• TRY IT
Write out, as an exact transcription, the line that has "changed: (304, 38, 560, 294)" and each line after it through the end of the data below.

─── INPUT DATA

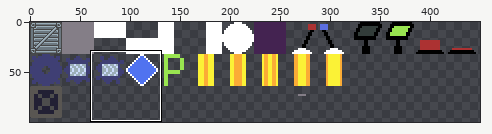
Pixel-art file -- assets/tiles_32.aseprite. Above: a wide view before the commit, with the close-up outlined.
Close-up. First the earlier version:
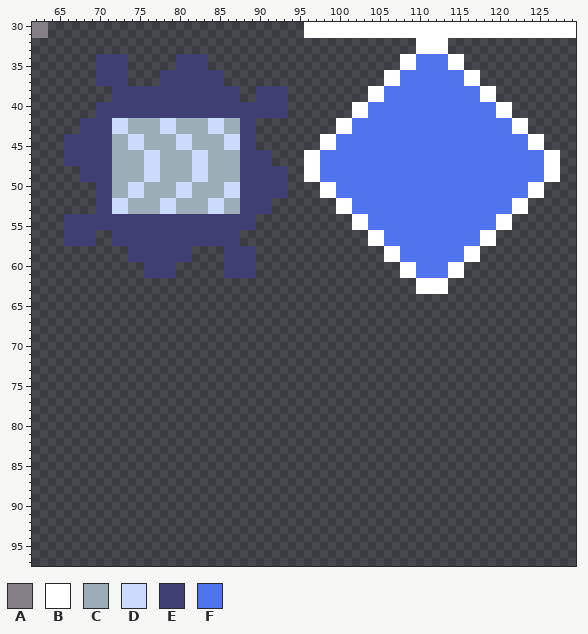
512x512 pixels, 1 frame. Shown: x 62..129, y 30..97. The wide view leaves out empty margins. The commit also changed other parts of the picture, which this record leaves out.
Palette (. is transparent): A #847e87  B #ffffff  C #9badb7  D #cbdbfc  E #3f3f74  F #5073f0
Pixels before (only the part around the change), first column x 62:
30 AA................................BBBBBBBBBBBBBBBBBBBBBBBBBBBBBBBBBB
31 AA................................BBBBBBBBBBBBBBBBBBBBBBBBBBBBBBBBBB
32 ................................................BBBB................
33 ................................................BBBB................
34 ........EEEE......EEEE........................BBFFFFBB..............
35 ........EEEE......EEEE........................BBFFFFBB..............
36 ........EEEE....EEEEEEEE....................BBFFFFFFFFBB............
37 ........EEEE....EEEEEEEE....................BBFFFFFFFFBB............
38 ..........EEEEEEEEEEEEEEEE..EEEE..........BBFFFFFFFFFFFFBB..........
39 ..........EEEEEEEEEEEEEEEE..EEEE..........BBFFFFFFFFFFFFBB..........
40 ........EEEEEEEEEEEEEEEEEEEEEEEE........BBFFFFFFFFFFFFFFFFBB........
41 ........EEEEEEEEEEEEEEEEEEEEEEEE........BBFFFFFFFFFFFFFFFFBB........
42 ......EEEEDDCCCCDDCCCCDDCCEE..........BBFFFFFFFFFFFFFFFFFFFFBB......
43 ......EEEEDDCCCCDDCCCCDDCCEE..........BBFFFFFFFFFFFFFFFFFFFFBB......
44 ....EEEEEECCDDCCCCDDCCCCDDEE........BBFFFFFFFFFFFFFFFFFFFFFFFFBB....
45 ....EEEEEECCDDCCCCDDCCCCDDEE........BBFFFFFFFFFFFFFFFFFFFFFFFFBB....
46 ....EEEEEECCCCDDCCCCDDCCCCEEEE....BBFFFFFFFFFFFFFFFFFFFFFFFFFFFFBB..
47 ....EEEEEECCCCDDCCCCDDCCCCEEEE....BBFFFFFFFFFFFFFFFFFFFFFFFFFFFFBB..
48 ......EEEECCCCDDCCCCDDCCCCEEEEEE..BBFFFFFFFFFFFFFFFFFFFFFFFFFFFFBB..
49 ......EEEECCCCDDCCCCDDCCCCEEEEEE..BBFFFFFFFFFFFFFFFFFFFFFFFFFFFFBB..
50 ........EECCDDCCCCDDCCCCDDEEEEEE....BBFFFFFFFFFFFFFFFFFFFFFFFFBB....
51 ........EECCDDCCCCDDCCCCDDEEEEEE....BBFFFFFFFFFFFFFFFFFFFFFFFFBB....
52 ........EEDDCCCCDDCCCCDDCCEEEE........BBFFFFFFFFFFFFFFFFFFFFBB......
53 ........EEDDCCCCDDCCCCDDCCEEEE........BBFFFFFFFFFFFFFFFFFFFFBB......
54 ....EEEEEEEEEEEEEEEEEEEEEEEE............BBFFFFFFFFFFFFFFFFBB........
55 ....EEEEEEEEEEEEEEEEEEEEEEEE............BBFFFFFFFFFFFFFFFFBB........
56 ....EEEE..EEEEEEEEEEEEEEEE................BBFFFFFFFFFFFFBB..........
57 ....EEEE..EEEEEEEEEEEEEEEE................BBFFFFFFFFFFFFBB..........
58 ............EEEEEEEE....EEEE................BBFFFFFFFFBB............
59 ............EEEEEEEE....EEEE................BBFFFFFFFFBB............
60 ..............EEEE......EEEE..................BBFFFFBB..............
61 ..............EEEE......EEEE..................BBFFFFBB..............
62 ................................................BBBB................
63 ................................................BBBB................
64 ....................................................................
65 ....................................................................
66 ....................................................................
67 ....................................................................
68 ....................................................................
69 ....................................................................
70 ....................................................................
71 ....................................................................
72 ....................................................................
73 ....................................................................
74 ....................................................................
75 ....................................................................
76 ....................................................................
77 ....................................................................
78 ....................................................................
79 ....................................................................
80 ....................................................................
81 ....................................................................
82 ....................................................................
83 ....................................................................
84 ....................................................................
85 ....................................................................
86 ....................................................................
87 ....................................................................
88 ....................................................................
89 ....................................................................
90 ....................................................................
91 ....................................................................
92 ....................................................................
93 ....................................................................
94 ....................................................................
95 ....................................................................
96 ....................................................................
97 ....................................................................
New version:
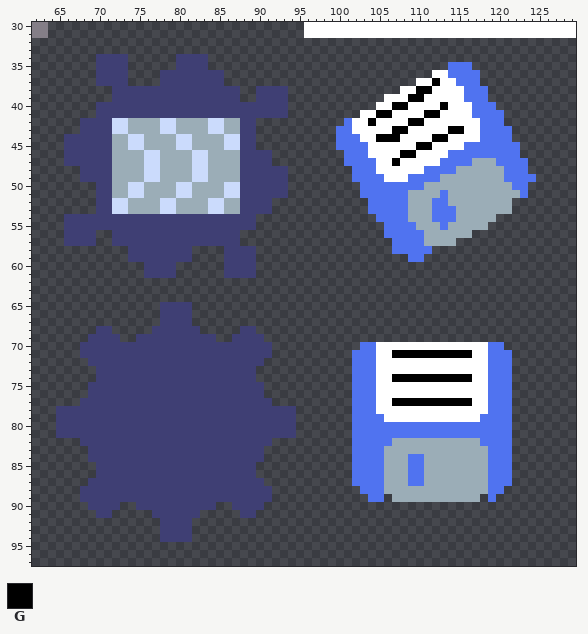
Colours new in this view: G #000000
The edit:
Changed rows in their new state; - is an unchanged pixel.
first column x 65:
32 ---------------------------------------------....--------------
33 ---------------------------------------------....--------------
34 -------------------------------------------........------------
35 -------------------------------------------......FFF-----------
36 -----------------------------------------......BB--FF----------
37 -----------------------------------------....BBGBB-FF----------
38 ---------------------------------------....BBGGBBBB--F.--------
39 ---------------------------------------..BBBGGBBBBB--F.--------
40 -------------------------------------...BBGGBBBBGBBB---..------
41 -------------------------------------.-BGGBBBBGGBBBB---F.------
42 -----------------------------------.FBBGBBBBGGBBBBBBB---...----
43 -----------------------------------FFBBBBBGGBBBBBGGBB----..----
44 ---------------------------------..---BBGGGBBBBGGBBBB----....--
45 ---------------------------------..----BBBBBBGGBBBB-------...--
46 -------------------------------.....---BBBBGGBBBB---------.....
47 -------------------------------.....----BBGBBBBB----CCC----....
48 -------------------------------......---BBBBBB----CCCCCC---....
49 -------------------------------......----BBB----CCCCCCCC----...
50 ---------------------------------.....--------CCCCCCCCCCC--..--
51 ---------------------------------.....------CCCC-CCCCCCCCC-..--
52 -----------------------------------....-----CCC--CCCCCCCC..----
53 -----------------------------------....-----CCC---CCCCCCC..----
54 -------------------------------------...----CCC---CCCCC..------
55 -------------------------------------....----CCC-CCCCC...------
56 ---------------------------------------..-----CCCCCC...--------
57 ---------------------------------------...----CCCC.....--------
58 -----------------------------------------.F----......----------
59 -----------------------------------------...--.......----------
60 -------------------------------------------........------------
61 -------------------------------------------........------------
62 ---------------------------------------------....--------------
63 ---------------------------------------------....--------------
65 -------------EEEE----------------------------------------------
66 -------------EEEE----------------------------------------------
67 -------------EEEE----------------------------------------------
68 -----EE-----EEEEEE-----EE--------------------------------------
69 ----EEEE--EEEEEEEEEE--EEEE-------------------------------------
70 ---EEEEEEEEEEEEEEEEEEEEEEEE-----------FFBBBBBBBBBBBBBBFF-------
71 ---EEEEEEEEEEEEEEEEEEEEEEEE----------FFFBBGGGGGGGGGGBBFFF------
72 ----EEEEEEEEEEEEEEEEEEEEEE-----------FFFBBBBBBBBBBBBBBFFF------
73 -----EEEEEEEEEEEEEEEEEEEE------------FFFBBBBBBBBBBBBBBFFF------
74 -----EEEEEEEEEEEEEEEEEEEE------------FFFBBGGGGGGGGGGBBFFF------
75 ----EEEEEEEEEEEEEEEEEEEEEE-----------FFFBBBBBBBBBBBBBBFFF------
76 ----EEEEEEEEEEEEEEEEEEEEEE-----------FFFBBBBBBBBBBBBBBFFF------
77 ---EEEEEEEEEEEEEEEEEEEEEEEE----------FFFBBGGGGGGGGGGBBFFF------
78 EEEEEEEEEEEEEEEEEEEEEEEEEEEEEE-------FFFBBBBBBBBBBBBBBFFF------
79 EEEEEEEEEEEEEEEEEEEEEEEEEEEEEE-------FFFFBBBBBBBBBBBBFFFF------
80 EEEEEEEEEEEEEEEEEEEEEEEEEEEEEE-------FFFFFFFFFFFFFFFFFFFF------
81 EEEEEEEEEEEEEEEEEEEEEEEEEEEEEE-------FFFFFFFFFFFFFFFFFFFF------
82 ---EEEEEEEEEEEEEEEEEEEEEEEE----------FFFFFCCCCCCCCCCCFFFF------
83 ----EEEEEEEEEEEEEEEEEEEEEE-----------FFFFCCCCCCCCCCCCCFFF------
84 ----EEEEEEEEEEEEEEEEEEEEEE-----------FFFFCCCFFCCCCCCCCFFF------
85 -----EEEEEEEEEEEEEEEEEEEE------------FFFFCCCFFCCCCCCCCFFF------
86 -----EEEEEEEEEEEEEEEEEEEE------------FFFFCCCFFCCCCCCCCFFF------
87 ----EEEEEEEEEEEEEEEEEEEEEE-----------FFFFCCCFFCCCCCCCCFFF------
88 ---EEEEEEEEEEEEEEEEEEEEEEEE-----------FFFCCCCCCCCCCCCCFF-------
89 ---EEEEEEEEEEEEEEEEEEEEEEEE------------FF-CCCCCCCCCCC-F--------
90 ----EEEE--EEEEEEEEEE--EEEE-------------------------------------
91 -----EE-----EEEEEE-----EE--------------------------------------
92 -------------EEEE----------------------------------------------
93 -------------EEEE----------------------------------------------
94 -------------EEEE----------------------------------------------
Pixel boxes of the changes (left, top, right, bottom) in both close-ups:
changed: (304, 38, 560, 294)
added: (56, 302, 296, 542)
added: (352, 342, 512, 502)

──────

• SOLUTION
changed: (304, 38, 560, 294)
added: (56, 302, 296, 542)
added: (352, 342, 512, 502)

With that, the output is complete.